[Data excerpts]
──────────────────────────────

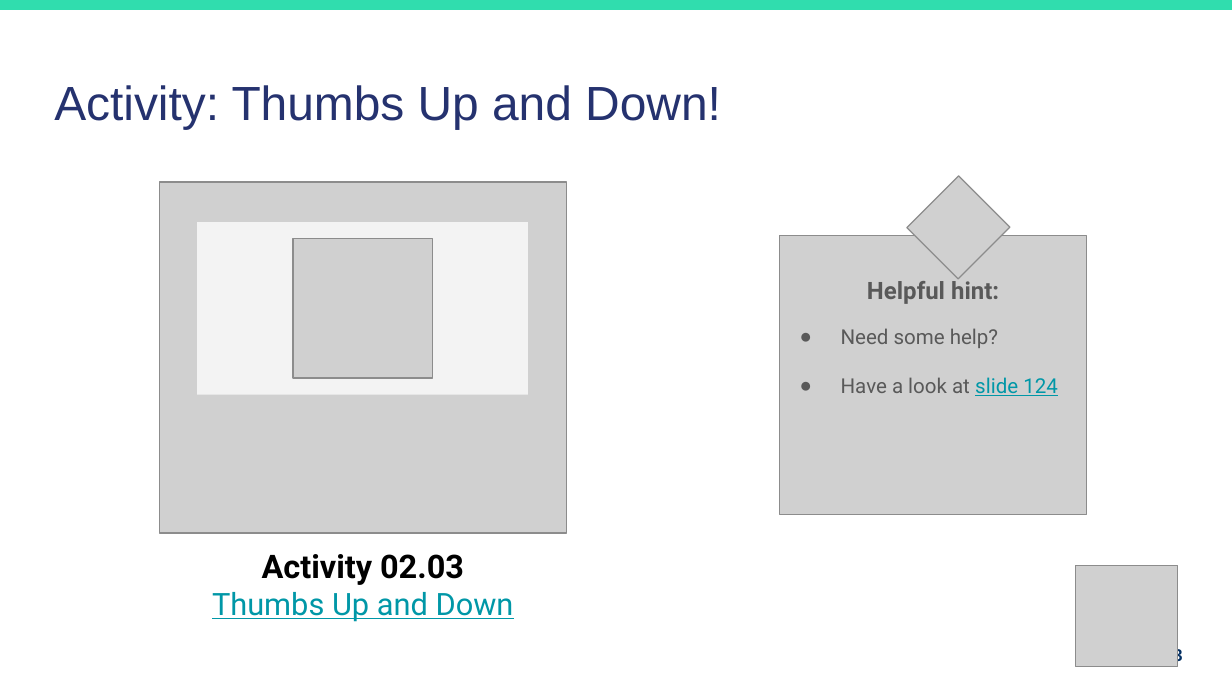
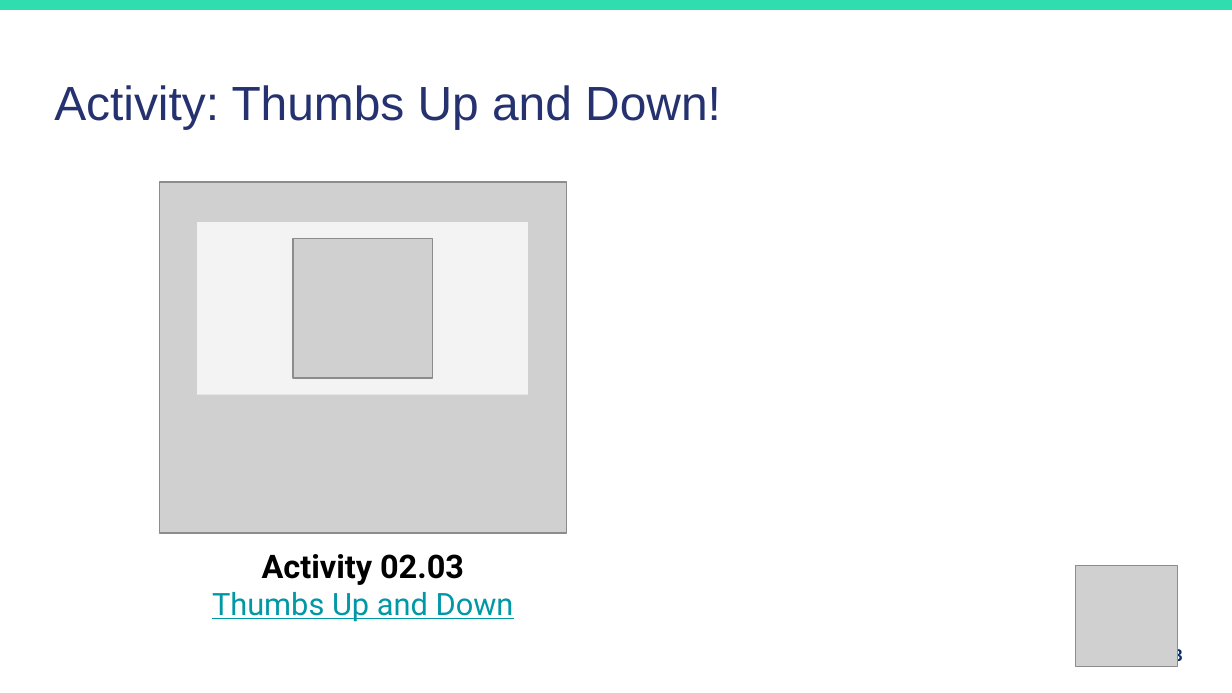
Before and after one commit to duari132/6iec-intermediate-coding, a slide deck: slide 123 of Lesson-2-Integers-and-Strings/Lesson-2-Integers-and-Strings.pptx. Drawn at 1232x693 pixels with LibreOffice and Linux fonts; fonts in the diff are those of the drawing; grey boxes stand for pictures. Boxes give left, top, right and bottom in pixels: in the first picture for what was removed or moved away, otherwise in the second. Text is boxed around its words. In the diff, an @@ line names an element or a change of style, - is before the commit and + after.

```diff
--- a/Lesson-2-Integers-and-Strings/Lesson-2-Integers-and-Strings.pptx
+++ b/Lesson-2-Integers-and-Strings/Lesson-2-Integers-and-Strings.pptx
@@ picture removed at bbox=[906, 176, 1009, 279] @@
@@ picture removed at bbox=[780, 235, 1087, 514] @@
@@ text removed at bbox=[867, 278, 999, 304] @@
-Helpful hint:
@@ text removed at bbox=[841, 328, 1058, 396] @@
-● Need some help?
-● Have a look at slide 124
```
Also in this commit, not shown: 5 other slides changed.

──────────────────────────────

#### WORK ORDER
From the entries above, return each line with the word "commit" in it.

#### ANSWER FOR THIS EXERCISE
Before and after one commit to duari132/6iec-intermediate-coding, a slide deck: slide 123 of Lesson-2-Integers-and-Strings/Lesson-2-Integers-and-Strings.pptx. Drawn at 1232x693 pixels with LibreOffice and Linux fonts; fonts in the diff are those of the drawing; grey boxes stand for pictures. Boxes give left, top, right and bottom in pixels: in the first picture for what was removed or moved away, otherwise in the second. Text is boxed around its words. In the diff, an @@ line names an element or a change of style, - is before the commit and + after.
Also in this commit, not shown: 5 other slides changed.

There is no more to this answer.